Leaving pictures aside, restate exactly the lines of the data below, from the first one through the line that contains "Also in this commit, not shown: 1".

[Stored data]
┄┄┄┄┄┄┄┄┄┄┄┄┄┄┄┄┄┄┄┄

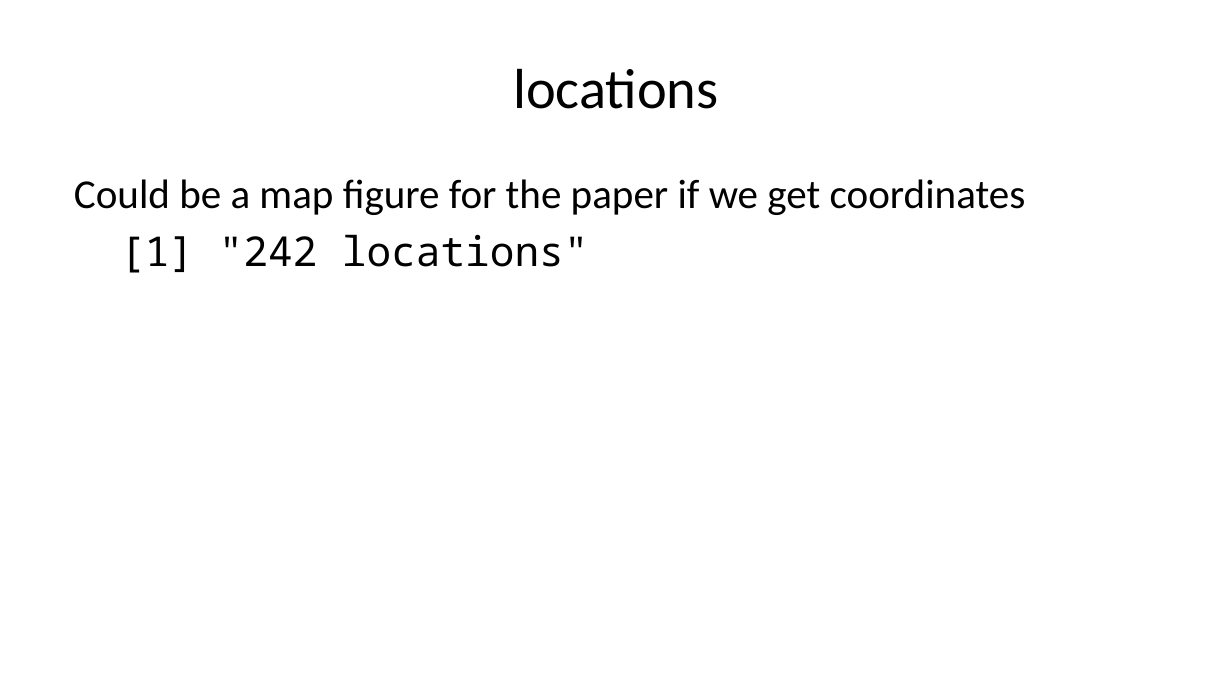
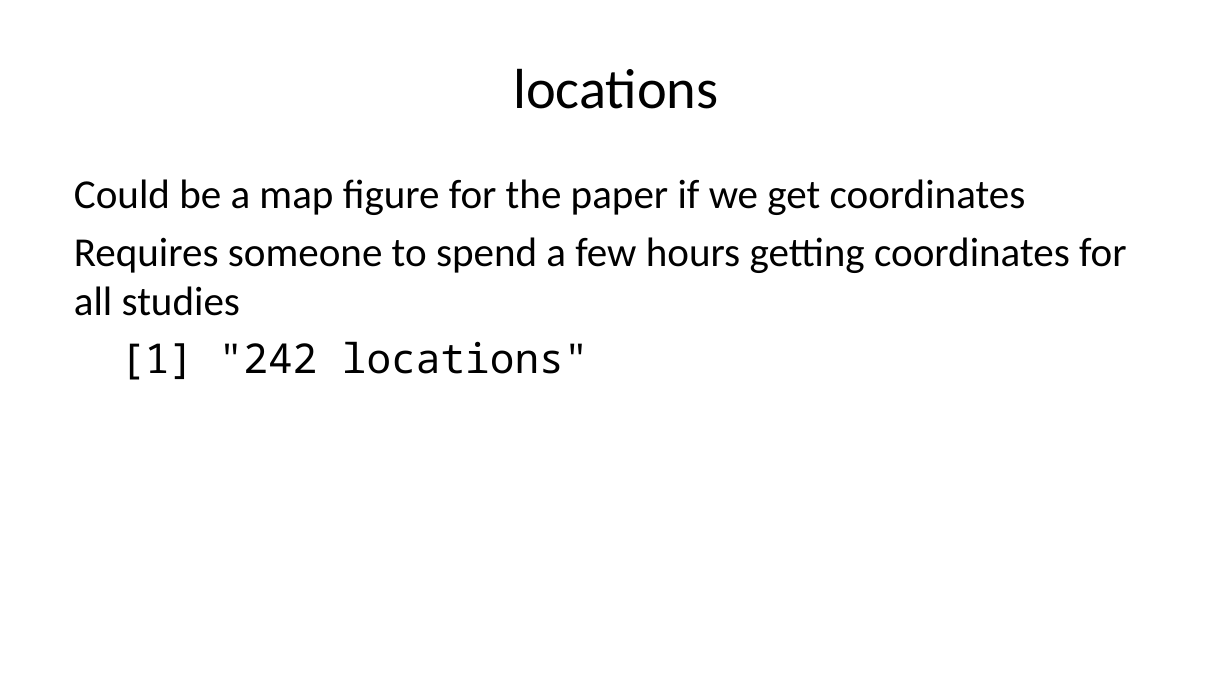
Before and after one commit to admahood/microrefugia_review, a slide deck: slide 9 of microrefugia_review.pptx (slide 6 before the commit). Drawn at 1232x693 pixels with LibreOffice and Linux fonts; fonts in the diff are those of the drawing. Boxes give left, top, right and bottom in pixels: in the first picture for what was removed or moved away, otherwise in the second. Text is boxed around its words. In the diff, an @@ line names an element or a change of style, - is before the commit and + after.

```diff
--- a/microrefugia_review.pptx
+++ b/microrefugia_review.pptx
@@ text at bbox=[74, 237, 1127, 316]: paragraph added @@
+Requires someone to spend a few hours getting coordinates for all studies
```
Also in this commit, not shown: 1 other slide changed, 7 slides added, 1 slide removed, 12 other files.
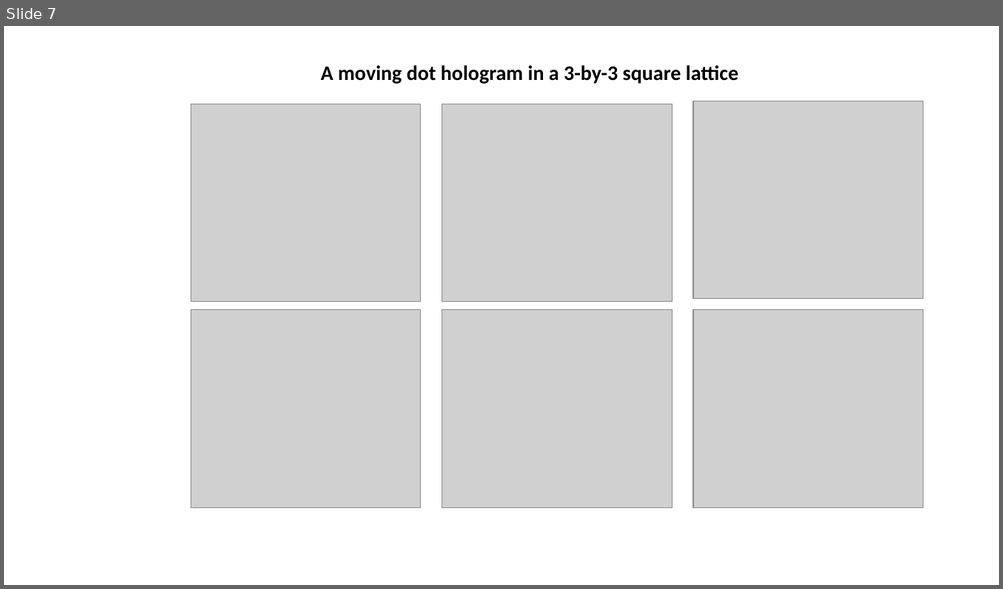
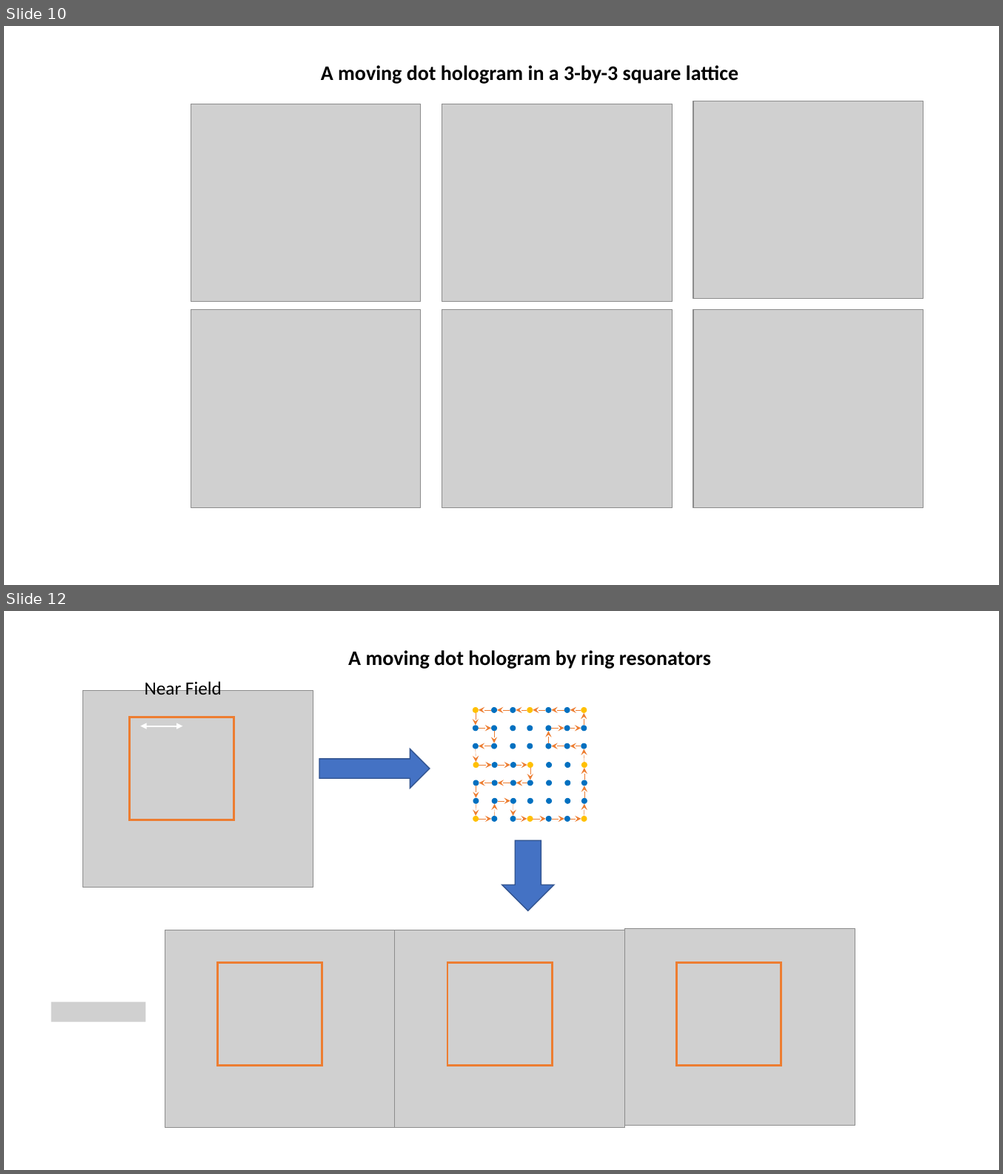
Before and after one commit to minspan199/imaginary-gauge-field, a slide deck: non-Hermitian gauge field.pptx. Shown one above the other, each under a label of ours: slide 7 before the commit, slides 10 and 12 after it; the slides between them are not shown. The pictures are 1003x589 and 1003x1174 pixels, drawn with LibreOffice and Linux fonts; fonts in the diff are those of the drawing; grey boxes stand for pictures. Boxes give left, top, right and bottom in pixels: in the first picture for what was removed or moved away, otherwise in the second. Text is boxed around its words. In the diff, an @@ line names an element or a change of style, - is before the commit and + after.

Commit message:
ring resonators

```diff
--- a/non-Hermitian gauge field.pptx
+++ b/non-Hermitian gauge field.pptx
@@ slide 12 added at bbox=[4, 611, 999, 1170], background #FFFFFF @@
@@ text added at bbox=[348, 650, 711, 669], 20 pt, text #000000, bold @@
+A moving dot hologram by ring resonators
@@ group added at bbox=[83, 679, 313, 887]: 2 pictures, 1 rectangle, 1 double arrow, 1 text @@
+Near Field
@@ group added at bbox=[472, 707, 587, 822]: 49 ellipses, 38 arrows @@
@@ right arrow added at bbox=[319, 749, 430, 788], fill #4472C4, outline #325491 1 pt @@
@@ right arrow added at bbox=[502, 841, 554, 911], fill #4472C4, outline #325491 1 pt @@
@@ group added at bbox=[165, 929, 854, 1128]: 3 pictures, 3 rectangles @@
@@ picture added at bbox=[51, 1002, 146, 1022] @@
@@ what was slide 7 is now slide 10 @@
```
Also in this commit, not shown: 2 other slides added, 20 other files.

┄┄┄┄┄┄┄┄┄┄┄┄┄┄┄┄┄┄┄┄

▸ **Exercise solution**:
Before and after one commit to admahood/microrefugia_review, a slide deck: slide 9 of microrefugia_review.pptx (slide 6 before the commit). Drawn at 1232x693 pixels with LibreOffice and Linux fonts; fonts in the diff are those of the drawing. Boxes give left, top, right and bottom in pixels: in the first picture for what was removed or moved away, otherwise in the second. Text is boxed around its words. In the diff, an @@ line names an element or a change of style, - is before the commit and + after.

```diff
--- a/microrefugia_review.pptx
+++ b/microrefugia_review.pptx
@@ text at bbox=[74, 237, 1127, 316]: paragraph added @@
+Requires someone to spend a few hours getting coordinates for all studies
```
Also in this commit, not shown: 1 other slide changed, 7 slides added, 1 slide removed, 12 other files.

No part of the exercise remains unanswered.